Thursday, January 27, 2022

California Rep. Ro Khanna advocates for rural tech jobs, criticizes social-media giants for prioritizing traffic over truth

Information-technology jobs in Silicon Valley make Rep. Ro Khanna's Northern California district one of the nation's wealthiest, but the Democrat is a longtime champion of rural economies and rural newspapers, and wants rural areas to get a piece of the tech economy.

In his new book, Dignity in a Digital Age, Khanna "proposes sweeping fixes for what, in his view, ails America: too much wealth concentrated in too few hands, and too many digital jobs crowded into a handful of tech hubs. He wants to decentralize those opportunities so that places like Paintsville, Ky., or Jefferson, Iowa, can also thrive," Blake Hounshell and Leah Askarinam report for The New York Times.

Rep. Ro Khanna
He conceived the book after veteran Republican Rep. Hal Rogers invited him to visit his southeastern Kentucky district, perhaps the nation's poorest. Khanna saw the devastation brought by the coal industry's slow demise, and met former blue-collar workers who, thanks to Louisville tech start-up Interapt, have launched second careers as software developers, Hounshell and Askarinam report. He realized that remote tech jobs could transform rural economies and wants to make sure they can capitalize on the increasing normalization of remote work.

The federal government could encourage rural tech jobs with a host of initiatives, including "building 'digital grant colleges' inside the country’s 112 land-grant universities to teach applied technology skills, underwriting apprenticeship programs at tech companies, [and] creating a 'national digital corps' as a kind of Peace Corps for rural America," Hounshell and Askarinam report. "What if the government required, say, software companies that wanted federal contracts to employ at least 10 percent of their workers in rural areas?"

Khanna hopes boosting rural economies through tech jobs would also reduce political polarization, noting that it's often a product of resource inequality.
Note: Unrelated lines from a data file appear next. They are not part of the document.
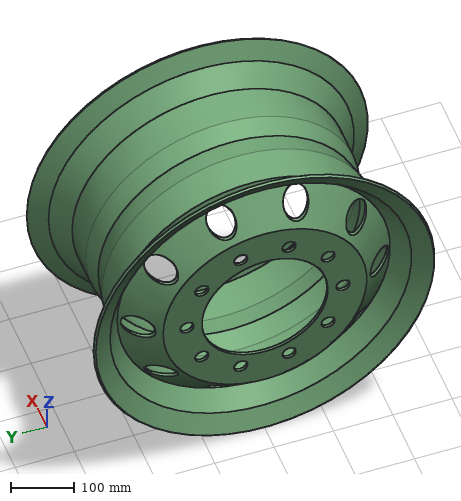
import cadquery as cq
import math


lip_tip_x = 153.72
rim_radius = 287.61
wall = 5.0
flare_break_x = 135.0
flare_break_radius = 257.5
bead_seat_x = 99.0
bead_seat_radius = 231.0
drop_half_width = 37.0
drop_radius = 223.3

mounting_face_radius = 171.5
bore_radius = 106.0
disc_meets_rim_radius = 230.0

hole_count = 10
bolt_circle_radius = 131.5
bolt_hole_radius = 11.25
hand_hole_circle_radius = 203.2
hand_hole_radius = 22.5


def unit(start, end):
    """Unit direction from one profile point to another."""
    length = math.dist(start, end)
    return (end[0] - start[0]) / length, (end[1] - start[1]) / length


def shifted(point, direction, distance):
    """Point moved along a direction."""
    return point[0] + distance * direction[0], point[1] + distance * direction[1]


def right_normal(direction):
    """Direction turned a quarter turn clockwise."""
    return direction[1], -direction[0]


def offset_right(points, distance):
    """Parallel of an open polyline on its right-hand side, with mitred corners."""
    normals = [right_normal(unit(a, b)) for a, b in zip(points, points[1:])]
    moved = [shifted(points[0], normals[0], distance)]
    for point, before, after in zip(points[1:], normals, normals[1:]):
        stretch = 1 + before[0] * after[0] + before[1] * after[1]
        mitre = (before[0] + after[0]) / stretch, (before[1] + after[1]) / stretch
        moved.append(shifted(point, mitre, distance))
    moved.append(shifted(points[-1], normals[-1], distance))
    return moved


def turned(points):
    """Solid of revolution about X from a closed (x, radius) outline."""
    return cq.Workplane("XY").polyline(points).close().revolve(360, (0, 0, 0), (1, 0, 0))


def rim_outer_points():
    right_half = [
        (drop_half_width, bead_seat_radius),
        (bead_seat_x, bead_seat_radius),
        (flare_break_x, flare_break_radius),
        (lip_tip_x, rim_radius),
    ]
    left_half = [(-x, radius) for x, radius in reversed(right_half)]
    return left_half + [(0, drop_radius)] + right_half


def make_rim(outer, inner):
    return turned(outer + inner[::-1])


def make_disc(rim_inner, mounting_face_x):
    flare_break, flare_foot = rim_inner[1], rim_inner[2]
    share = (disc_meets_rim_radius - flare_foot[1]) / (flare_break[1] - flare_foot[1])
    contact_x = flare_foot[0] + share * (flare_break[0] - flare_foot[0])
    face_edge = (mounting_face_x, mounting_face_radius)
    contact = (contact_x, disc_meets_rim_radius)

    embedded_end = shifted(contact, unit(face_edge, contact), wall / 2)
    front = [(mounting_face_x, bore_radius), face_edge, embedded_end]
    return turned(front + offset_right(front, wall)[::-1])


def hole_ring(start_x, circle_radius, hole_radius):
    """Cutters parallel to X, evenly spaced, ending behind the disc, ahead of the dropped centre."""
    return (
        cq.Workplane("YZ", origin=(start_x, 0, 0))
        .polarArray(circle_radius, 0, 360, hole_count)
        .circle(hole_radius)
        .extrude(-bead_seat_x - start_x)
    )


rim_outer = rim_outer_points()
rim_inner = offset_right(rim_outer, wall)
mounting_face_x = rim_inner[0][0]
wheel = make_rim(rim_outer, rim_inner).union(make_disc(rim_inner, mounting_face_x))
wheel = wheel.cut(hole_ring(mounting_face_x, bolt_circle_radius, bolt_hole_radius))
result = wheel.cut(hole_ring(mounting_face_x, hand_hole_circle_radius, hand_hole_radius))

But Silicon Valley can do more than provide jobs, he believes; Khanna criticizes tech companies in his home district, especially Facebook, for algorithms that drive users to false and inflammatory content: "I think Silicon Valley overall is an extraordinary place of innovation, of entrepreneurship, of high achievement. But I don’t think it has lived up yet to its responsibilities in a democratic society."